* **The task**: The answer must be every line of the records below that holds the word "Resetujeme".

Extracted records:
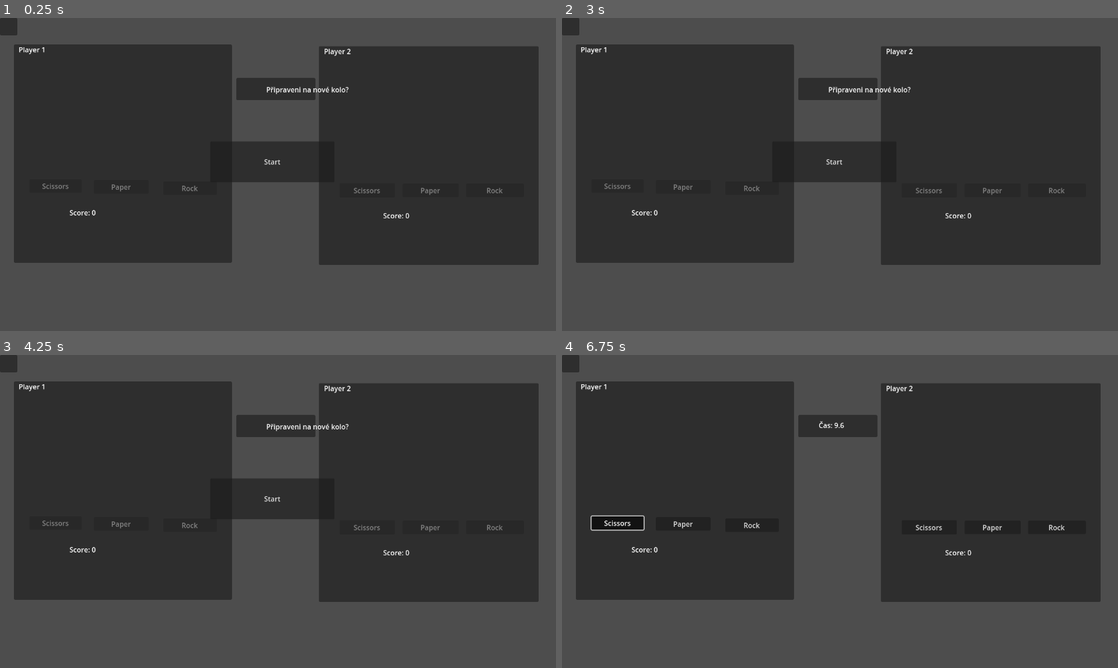
Above: before the commit, frames 1-4 (two rows, left to right).
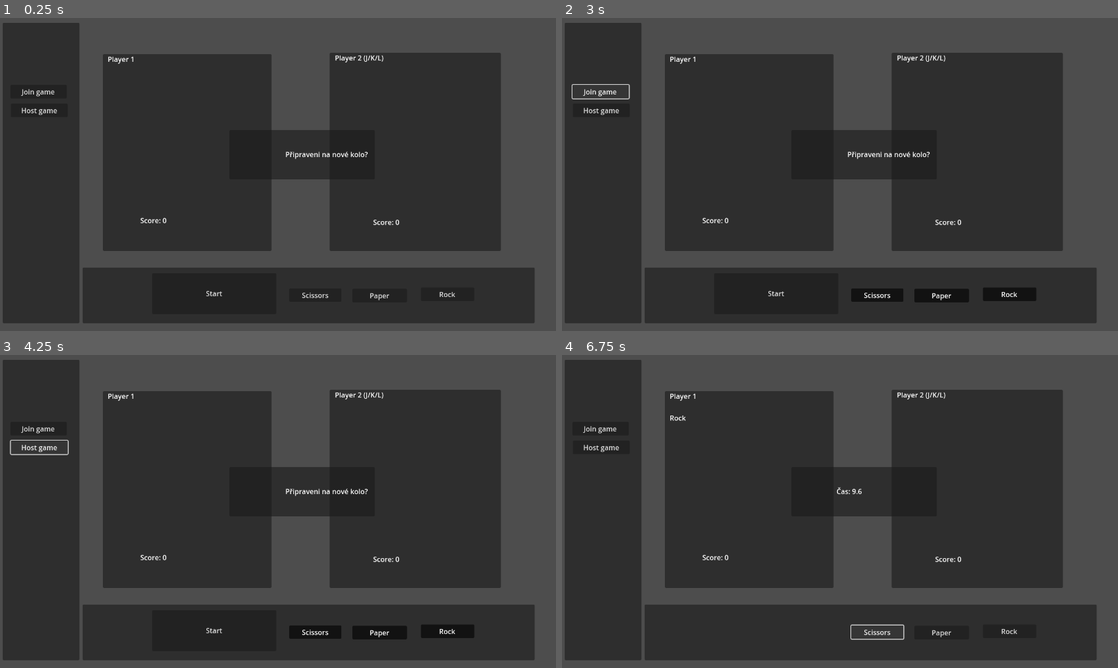
Above: after the commit, the same moments.

Repository: LordLobotom/SnarkScissors
Game: Godot game, scene res://scenes/Main.tscn
Same seed, same stepped clock (60 frames per second), same inputs: the game is played once before the commit and once after it.
Inputs (mouse positions are in pixels of both pictures, inside the frame that each line leads up to):
- Up to frame 1 (0.25 s): no input
- Up to frame 2 (3 s): click (1012, 293) at 0.5 s, where only the run after the commit has a clickable "Rock"; click (940, 296) at 1.25 s, where only the run after the commit has a clickable "Paper"; click (878, 296) at 2 s, where only the run after the commit has a clickable "Scissors"; click (600, 93) at 2.75 s, where only the run after the commit has a clickable "Join game"
- Up to frame 3 (4.25 s): click (38, 448) at 3.5 s, where only the run after the commit has a clickable "Host game"
- Up to frame 4 (6.75 s): click "Start" at 4.25 s; click (1012, 630) at 5 s, where only the run after the commit has a clickable "Rock"; click (940, 633) at 5.75 s, where only the run after the commit has a clickable "Paper"; click "Scissors" at 6.5 s

The runs differ from the first frame. In frame 1, 36% of the frame differs, in the area x 0-97%, y 0-98%; in frame 2, 36%; in frame 3, 36%; in frame 4, 38%.

Commit message:
UI and basic changes

Diff:
--- a/scenes/Main.tscn
+++ b/scenes/Main.tscn
@@ -17,10 +17,10 @@
 
 [node name="panPlayer1" type="Panel" parent="GameUI"]
 layout_mode = 0
-offset_left = 32.0
-offset_top = 61.0
-offset_right = 534.0
-offset_bottom = 563.0
+offset_left = 237.0
+offset_top = 83.0
+offset_right = 625.0
+offset_bottom = 536.0
 
 [node name="lblPlayerName" type="Label" parent="GameUI/panPlayer1"]
 layout_mode = 0
@@ -29,46 +29,26 @@
 offset_bottom = 23.0
 text = "Player 1"
 
-[node name="btnScissors" type="Button" parent="GameUI/panPlayer1"]
+[node name="lblChoice" type="Label" parent="GameUI/panPlayer1"]
 layout_mode = 0
-offset_left = 36.0
-offset_top = 310.0
-offset_right = 156.0
-offset_bottom = 341.0
-toggle_mode = true
-text = "Scissors"
-
-[node name="btnPaper" type="Button" parent="GameUI/panPlayer1"]
-layout_mode = 0
-offset_left = 184.0
-offset_top = 312.0
-offset_right = 310.0
-offset_bottom = 343.0
-toggle_mode = true
-text = "Paper"
-
-[node name="btnRock" type="Button" parent="GameUI/panPlayer1"]
-layout_mode = 0
-offset_left = 344.0
-offset_top = 315.0
-offset_right = 467.0
-offset_bottom = 346.0
-toggle_mode = true
-text = "Rock"
+offset_left = 11.0
+offset_top = 50.0
+offset_right = 120.0
+offset_bottom = 80.0
 
 [node name="btnScore" type="Label" parent="GameUI/panPlayer1"]
 layout_mode = 0
-offset_left = 128.0
-offset_top = 375.0
-offset_right = 358.0
-offset_bottom = 440.0
+offset_left = 86.0
+offset_top = 371.0
+offset_right = 316.0
+offset_bottom = 436.0
 
 [node name="panPlayer2" type="Panel" parent="GameUI"]
 layout_mode = 0
-offset_left = 734.0
-offset_top = 65.0
-offset_right = 1240.0
-offset_bottom = 568.0
+offset_left = 759.0
+offset_top = 80.0
+offset_right = 1153.0
+offset_bottom = 536.0
 
 [node name="lblPlayerName" type="Label" parent="GameUI/panPlayer2"]
 layout_mode = 0
@@ -77,81 +57,104 @@
 offset_bottom = 23.0
 text = "Player 2"
 
-[node name="btnPaper" type="Button" parent="GameUI/panPlayer2"]
+[node name="lblChoice" type="Label" parent="GameUI/panPlayer2"]
 layout_mode = 0
-offset_left = 193.0
-offset_top = 316.0
-offset_right = 322.0
-offset_bottom = 347.0
+offset_left = 12.0
+offset_top = 50.0
+offset_right = 120.0
+offset_bottom = 80.0
+
+[node name="btnScore" type="Label" parent="GameUI/panPlayer2"]
+layout_mode = 0
+offset_left = 100.0
+offset_top = 378.0
+offset_right = 334.0
+offset_bottom = 439.0
+
+[node name="panControl" type="Panel" parent="GameUI"]
+layout_mode = 0
+offset_left = 190.0
+offset_top = 574.0
+offset_right = 1231.0
+offset_bottom = 702.0
+
+[node name="btnRock" type="Button" parent="GameUI/panControl"]
+layout_mode = 0
+offset_left = 779.0
+offset_top = 46.0
+offset_right = 902.0
+offset_bottom = 77.0
+toggle_mode = true
+text = "Rock"
+
+[node name="btnPaper" type="Button" parent="GameUI/panControl"]
+layout_mode = 0
+offset_left = 621.0
+offset_top = 49.0
+offset_right = 747.0
+offset_bottom = 80.0
 toggle_mode = true
 text = "Paper"
 
-[node name="btnScissors" type="Button" parent="GameUI/panPlayer2"]
+[node name="btnScissors" type="Button" parent="GameUI/panControl"]
 layout_mode = 0
-offset_left = 48.0
-offset_top = 315.0
-offset_right = 175.0
-offset_bottom = 348.0
+offset_left = 476.0
+offset_top = 48.0
+offset_right = 596.0
+offset_bottom = 79.0
 toggle_mode = true
 text = "Scissors"
 
-[node name="btnRock" type="Button" parent="GameUI/panPlayer2"]
+[node name="btnStart" type="Button" parent="GameUI/panControl"]
 layout_mode = 0
-offset_left = 339.0
-offset_top = 316.0
-offset_right = 472.0
-offset_bottom = 347.0
-toggle_mode = true
-text = "Rock"
+offset_left = 160.0
+offset_top = 13.0
+offset_right = 446.0
+offset_bottom = 107.0
+text = "Start"
 
-[node name="btnScore" type="Label" parent="GameUI/panPlayer2"]
+[node name="panMessage" type="Panel" parent="GameUI"]
 layout_mode = 0
-offset_left = 148.0
-offset_top = 378.0
-offset_right = 382.0
-offset_bottom = 439.0
+offset_left = 528.0
+offset_top = 258.0
+offset_right = 863.0
+offset_bottom = 371.0
 
-[node name="panCenter" type="Panel" parent="GameUI"]
+[node name="lblResult" type="Label" parent="GameUI/panMessage"]
 layout_mode = 0
-offset_left = 544.0
-offset_top = 138.0
-offset_right = 726.0
-offset_bottom = 189.0
+offset_left = 129.0
+offset_top = 44.0
+offset_right = 178.0
+offset_bottom = 67.0
+text = "Result"
 
-[node name="lblCountDown" type="Label" parent="GameUI/panCenter"]
+[node name="lblCountDown" type="Label" parent="GameUI/panMessage"]
 layout_mode = 0
-offset_left = 47.0
-offset_top = 12.0
-offset_right = 139.0
-offset_bottom = 35.0
+offset_left = 104.0
+offset_top = 44.0
+offset_right = 196.0
+offset_bottom = 67.0
 text = "CountDown"
 
-[node name="lblResult" type="Label" parent="GameUI/panCenter"]
+[node name="panMenu" type="Panel" parent="GameUI"]
 layout_mode = 0
-offset_left = 69.0
-offset_top = 15.0
-offset_right = 118.0
-offset_bottom = 38.0
-text = "Result"
+offset_left = 6.0
+offset_top = 11.0
+offset_right = 183.0
+offset_bottom = 702.0
 
-[node name="lblVS" type="Label" parent="GameUI/panCenter"]
-visible = false
+[node name="btnJoinGame" type="Button" parent="GameUI/panMenu"]
 layout_mode = 0
-offset_left = 70.0
-offset_top = 16.0
-offset_right = 110.0
-offset_bottom = 39.0
-text = "VS"
+offset_left = 18.0
+offset_top = 143.0
+offset_right = 148.0
+offset_bottom = 174.0
+text = "Join game"
 
-[node name="panControl" type="Panel" parent="GameUI"]
+[node name="btnHostGame" type="Button" parent="GameUI/panMenu"]
 layout_mode = 0
-offset_right = 40.0
-offset_bottom = 40.0
-
-[node name="btnStart" type="Button" parent="GameUI/panControl"]
-layout_mode = 0
-offset_left = 484.0
-offset_top = 284.0
-offset_right = 770.0
-offset_bottom = 378.0
-text = "Start"
+offset_left = 19.0
+offset_top = 186.0
+offset_right = 150.0
+offset_bottom = 217.0
+text = "Host game"
--- a/scripts/Main.gd
+++ b/scripts/Main.gd
@@ -3,12 +3,21 @@
 const COUNTDOWN_TIME := 10.0
 const RESULT_DISPLAY_TIME := 3.0
 const FIGHT_BEGIN_TIME := 2.0
+
+# Player 2 key mapping
+const PLAYER2_KEYS = {
+	'j': GameManager.Choice.ROCK,
+	'k': GameManager.Choice.PAPER,
+	'l': GameManager.Choice.SCISSORS
+}
 
 var countdown_timer := COUNTDOWN_TIME
 var countdown_active := false
 var result_display_active := false
 var fight_begin_active := false
 var phase_timer := 0.0
+# Track if player 2 has chosen
+var player2_has_chosen := false
 
 func _ready():
 	connect_buttons()
@@ -33,30 +42,39 @@
 			check_round_status()
 
 func connect_buttons():
-	# Připojíme tlačítka pro výběr
-	$GameUI/panPlayer1/btnRock.connect("pressed", func(): set_choice(1, GameManager.Choice.ROCK))
-	$GameUI/panPlayer1/btnPaper.connect("pressed", func(): set_choice(1, GameManager.Choice.PAPER))
-	$GameUI/panPlayer1/btnScissors.connect("pressed", func(): set_choice(1, GameManager.Choice.SCISSORS))
-	$GameUI/panPlayer2/btnRock.connect("pressed", func(): set_choice(2, GameManager.Choice.ROCK))
-	$GameUI/panPlayer2/btnPaper.connect("pressed", func(): set_choice(2, GameManager.Choice.PAPER))
-	$GameUI/panPlayer2/btnScissors.connect("pressed", func(): set_choice(2, GameManager.Choice.SCISSORS))
+	# Připojíme tlačítka pro výběr (Player 1)
+	$GameUI/panControl/btnRock.connect("pressed", func(): set_choice(1, GameManager.Choice.ROCK))
+	$GameUI/panControl/btnPaper.connect("pressed", func(): set_choice(1, GameManager.Choice.PAPER))
+	$GameUI/panControl/btnScissors.connect("pressed", func(): set_choice(1, GameManager.Choice.SCISSORS))
 
 	# Připojíme tlačítko Start
 	$GameUI/panControl/btnStart.connect("pressed", start_new_round)
+
+	# Show hint for Player 2 controls
+	$GameUI/panPlayer2/lblPlayerName.text = "Player 2 (J/K/L)"
 
 func initialize_ui():
 	update_score_display()
 	show_start_screen()
 
 func show_start_screen():
-	$GameUI/panCenter/lblResult.text = "Připraveni na nové kolo?"
-	$GameUI/panCenter/lblCountDown.text = ""
+	$GameUI/panMessage/lblResult.text = "Připraveni na nové kolo?"
+	$GameUI/panMessage/lblCountDown.text = ""
 	$GameUI/panControl/btnStart.visible = true
 	set_buttons_disabled(true)
 	unselect_buttons($GameUI/panPlayer1)
 	unselect_buttons($GameUI/panPlayer2)
+	# Reset choice displays
+	$GameUI/panPlayer1/lblPlayerName.text = "Player 1"
+	$GameUI/panPlayer2/lblPlayerName.text = "Player 2 (J/K/L)"
 
 func start_new_round():
+	player2_has_chosen = false
+	GameManager.reset_choices()
+	show_start_screen()
+	fight_begin_active = true
+	phase_timer = FIGHT_BEGIN_TIME
+
 	GameManager.start_new_round()
 	$GameUI/panControl/btnStart.visible = false
 	start_fight_begin()
@@ -64,52 +82,54 @@
 func start_fight_begin():
 	fight_begin_active = true
 	phase_timer = FIGHT_BEGIN_TIME
-	$GameUI/panCenter/lblResult.text = "Fight begin!"
-	$GameUI/panCenter/lblCountDown.text = ""
+	$GameUI/panMessage/lblResult.text = "Fight begin!"
+	$GameUI/panMessage/lblCountDown.text = ""
 
 	# Zablokujeme tlačítka během "Fight begin"
 	set_buttons_disabled(true)
 
 func set_choice(player: int, choice):
 	# Povolujeme výběr pouze během aktivního odpočtu
-	if not countdown_active or GameManager.current_game_state != GameManager.GameState.ROUND_IN_PROGRESS:
+	if GameManager.current_game_state != GameManager.GameState.ROUND_IN_PROGRESS:
 		return
-
 	if player == 1 and GameManager.player1_choice == null:
 		GameManager.player1_choice = choice
-		highlight_selected_button(1, choice)
+		update_choice_display(1, choice)
+		set_buttons_disabled(true)
 	elif player == 2 and GameManager.player2_choice == null:
 		GameManager.player2_choice = choice
-		highlight_selected_button(2, choice)
-
-	# Pokud oba hráči vybrali, okamžitě vyhodnotíme
+		update_choice_display(2, choice)
+		player2_has_chosen = true
+	# Check if both players have chosen
 	if GameManager.player1_choice != null and GameManager.player2_choice != null:
-		countdown_active = false
-		evaluate_game()
-
-func highlight_selected_button(player: int, choice):
+		GameManager.process_choices()
+
+# Handle Player 2 keyboard input
+func _input(event):
+	if GameManager.current_game_state != GameManager.GameState.ROUND_IN_PROGRESS:
+		return
+	if GameManager.player2_choice == null and event is InputEventKey and event.pressed and not event.echo:
+		var key = OS.get_keycode_string(event.keycode).to_lower()
+		if key in PLAYER2_KEYS:
+			set_choice(2, PLAYER2_KEYS[key])
+
+func update_choice_display(player: int, choice):
+	# Show the player's choice in the lblChoice label in their panel
 	var panel_path = "GameUI/panPlayer" + str(player)
 	var panel = get_node(panel_path)
-
-	# Resetujeme všechna tlačítka v panelu
-	unselect_buttons(panel)
-
-	# Zvýrazníme vybrané tlačítko
-	var button_name = ""
+	var label = panel.get_node("lblChoice")
 	match choice:
 		GameManager.Choice.ROCK:
-			button_name = "btnRock"
+			label.text = "Rock"
 		GameManager.Choice.PAPER:
-			button_name = "btnPaper"
+			label.text = "Paper"
 		GameManager.Choice.SCISSORS:
-			button_name = "btnScissors"
-
-	if button_name != "":
-		var button = panel.get_node(button_name)
-		button.button_pressed = true
+			label.text = "Scissors"
+		_:
+			label.text = ""
 
 func update_countdown_label():
-	$GameUI/panCenter/lblCountDown.text = "Čas: %.1f" % max(0, countdown_timer)
+	$GameUI/panMessage/lblCountDown.text = "Čas: %.1f" % max(0, countdown_timer)
 
 func evaluate_game():
 	var winner = GameManager.evaluate_round()
@@ -130,13 +150,13 @@
 	result_text += "\nSkóre kola: %d - %d" % [GameManager.player1_round_wins, GameManager.player2_round_wins]
 
 	# Zobrazíme výsledek
-	$GameUI/panCenter/lblResult.text = result_text
+	$GameUI/panMessage/lblResult.text = result_text
 
 	# Aktualizujeme celkové skóre
 	update_score_display()
 
 	# Schováme odpočet
-	$GameUI/panCenter/lblCountDown.text = ""
+	$GameUI/panMessage/lblCountDown.text = ""
 
 	# Resetujeme choices v GameManageru
 	GameManager.reset_choices()
@@ -165,13 +185,13 @@
 	result_text += "\nSkóre kola: %d - %d" % [GameManager.player1_round_wins, GameManager.player2_round_wins]
 
 	# Zobrazíme výsledek
-	$GameUI/panCenter/lblResult.text = result_text
+	$GameUI/panMessage/lblResult.text = result_text
 
 	# Aktualizujeme skóre
 	update_score_display()
 
 	# Schováme odpočet
-	$GameUI/panCenter/lblCountDown.text = ""
+	$GameUI/panMessage/lblCountDown.text = ""
 
 	# Resetujeme choices
 	GameManager.reset_choices()
@@ -201,7 +221,7 @@
 		else:
 			winner_text = "🎉 HRÁČ 2 VYHRÁL KOLO! 🎉"
 
-		$GameUI/panCenter/lblResult.text = winner_text
+		$GameUI/panMessage/lblResult.text = winner_text
 		GameManager.finish_round()
 
 		# Po chvíli zobrazíme tlačítko pro nové kolo
@@ -213,8 +233,8 @@
 		start_fight_begin()
 
 func reset_ui():
-	$GameUI/panCenter/lblResult.text = ""
-	$GameUI/panCenter/lblCountDown.text = ""
+	$GameUI/panMessage/lblResult.text = ""
+	$GameUI/panMessage/lblCountDown.text = ""
 
 	# Resetujeme všechna tlačítka
 	unselect_buttons($GameUI/panPlayer1)
@@ -227,7 +247,7 @@
 	fight_begin_active = false
 
 	# Vymažeme "Fight begin" text
-	$GameUI/panCenter/lblResult.text = ""
+	$GameUI/panMessage/lblResult.text = ""
 
 	# Povolíme tlačítka pro výběr
 	set_buttons_disabled(false)
--- /dev/null
+++ b/scripts/NetworkingManager.gd
@@ -0,0 +1,45 @@
+extends Node
+
+signal peer_connected(id)
+signal peer_disconnected(id)
+signal connection_failed()
+signal connected_to_server()
+
+var network := null
+const PORT := 12345
+var host_ip := "127.0.0.1" # Default for local testing
+
+func host_game():
+	network = NetworkedMultiplayerENet.new()
+	network.create_server(PORT, 2)
+	get_tree().set_network_peer(network)
+	print("[NetworkingManager] Hosting game on port %d" % PORT)
+
+func join_game(ip := "127.0.0.1"):
+	host_ip = ip
+	network = NetworkedMultiplayerENet.new()
+	network.create_client(host_ip, PORT)
+	get_tree().set_network_peer(network)
+	print("[NetworkingManager] Joining host at %s:%d" % [host_ip, PORT])
+
+func _ready():
+	get_tree().connect("network_peer_connected", self, "_on_peer_connected")
+	get_tree().connect("network_peer_disconnected", self, "_on_peer_disconnected")
+	get_tree().connect("connection_failed", self, "_on_connection_failed")
+	get_tree().connect("connected_to_server", self, "_on_connected_to_server")
+
+func _on_peer_connected(id):
+	emit_signal("peer_connected", id)
+	print("[NetworkingManager] Peer connected: %s" % id)
+
+func _on_peer_disconnected(id):
+	emit_signal("peer_disconnected", id)
+	print("[NetworkingManager] Peer disconnected: %s" % id)
+
+func _on_connection_failed():
+	emit_signal("connection_failed")
+	print("[NetworkingManager] Connection failed!")
+
+func _on_connected_to_server():
+	emit_signal("connected_to_server")
+	print("[NetworkingManager] Connected to server!")
Not shown, added: scripts/NetworkingManager.gd.uid

* **Exercise result**:
-	# Resetujeme všechna tlačítka v panelu
 	# Resetujeme choices v GameManageru
 	# Resetujeme choices
 	# Resetujeme všechna tlačítka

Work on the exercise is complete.